The party's health and education spokesman, Tim Yeo, re-iterated his commitment to opposing tuition fees.
But opponents, including former Conservative education minister, Robert Jackson, say this is "irresponsible" and will damage universities.
He says the policy "underestimates the intelligence of middle class voters".
Speaking on BBC Radio 4's World this Weekend, Mr Yeo gave no sign that the party was planning to re-think its policy on university fees.
Fees rebellion
He re-affirmed that the Conservatives would oppose allowing universities to increase fees to £3,000 per year - arguing that this would raise the prospect of students over-burdened with debt and universities encumbered with an "access regulator".
While the government faces the threat of a rebellion in the new year from its own backbenchers who want to stop the increase to tuition fees - the Conservatives are also being challenged in their proposal to scrap fees.
Mr Jackson, who was higher education minister during the premiership of Margaret Thatcher, said that the policy was a short-term attempt to score a political point, which would cause long-term damage to universities.
He said that the Conservative attempt to block fees was motivated only by the desire to give the prime minister "a bloody nose".
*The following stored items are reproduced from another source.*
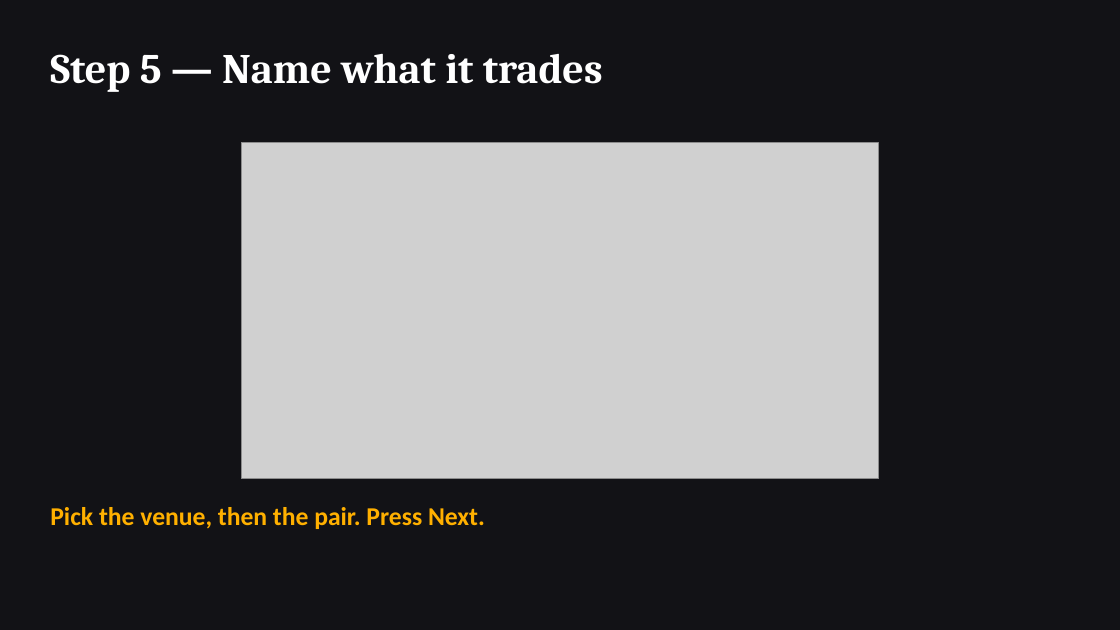
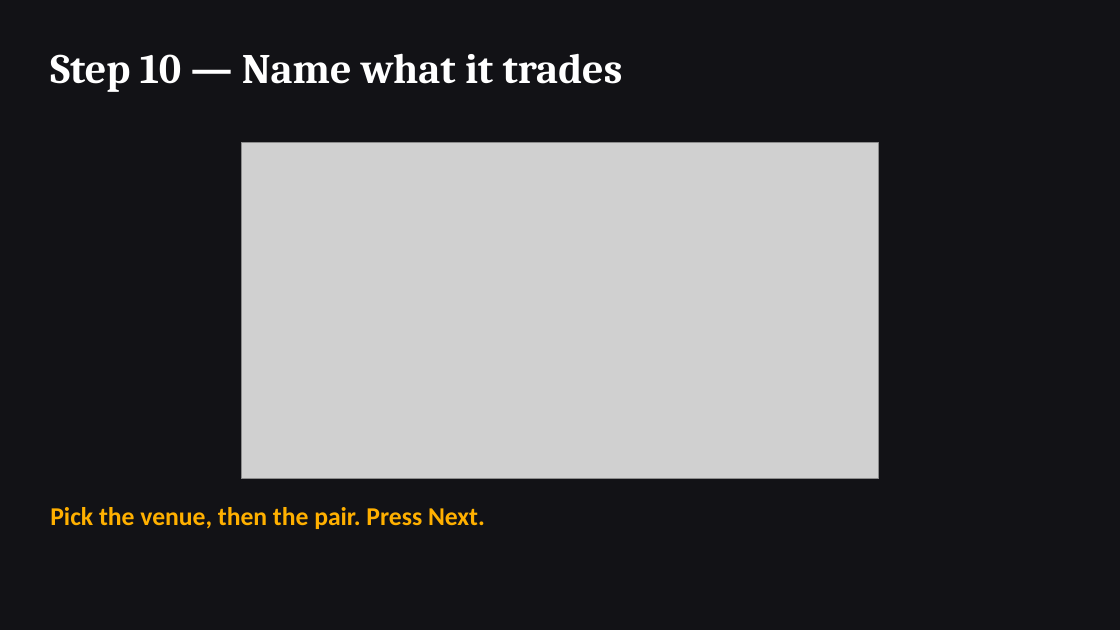
Before and after one commit to Acervator-LLC/ACERVATOR, a slide deck: slide 10 of docs/new-user-procedure/New-User-Procedure.pptx (slide 5 before the commit). Drawn at 1120x630 pixels with LibreOffice and Linux fonts; fonts in the diff are those of the drawing; grey boxes stand for pictures. Boxes give left, top, right and bottom in pixels: in the first picture for what was removed or moved away, otherwise in the second. Text is boxed around its words. In the diff, an @@ line names an element or a change of style, - is before the commit and + after.

```diff
--- a/docs/new-user-procedure/New-User-Procedure.pptx
+++ b/docs/new-user-procedure/New-User-Procedure.pptx
@@ text at <box>50,53,623,92</box>: text changed @@
-Step 5 — Name what it trades
+Step 10 — Name what it trades
```
Also in this commit, not shown: 6 other slides changed, 20 slides added, 5 other files.

In seeking to scrap fees, Mr Jackson said the Conservative party was not acting in the "national interest" and was "behaving very irresponsibly".
Under review?
If they succeeded in stopping fees, Mr Jackson said that there would be a "very high price to pay" as it will have scuppered "the only serious idea" for improving funding for universities.
The vice-chancellor of the country's only private university, Terence Kealey of Buckingham University, also cast doubt on the Conservatives' commitment to scrapping tuition fees.
He said that "friends who are very close to the centre of the Tory party" had told him that the policy came under close scrutiny in the aftermath of Michael Howard's taking over the leadership.
Dr Kealey says that the plan to scrap fees was not "intellectually coherent" but had been kept because it was believed to be electorally popular.
But Mr Yeo, reacting to suggestions that his party's policy to scrap fees had come close to being dropped, said that the position on tuition fees had only been re-examined as part of a general review of party policy.
"It had been discussed by the shadow cabinet, which of course included Michael Howard and we have reaffirmed that policy," said Mr Yeo.
Chris Patten, a former Conservative party chairman and now chancellor of Oxford and Newcastle universities, has also spoken against the Conservative policy on fees - arguing that universities needed the extra funding that fees might provide.
"I very much hope that the government will stick to its guns and get this through, because there is nothing else on offer to the universities," he said.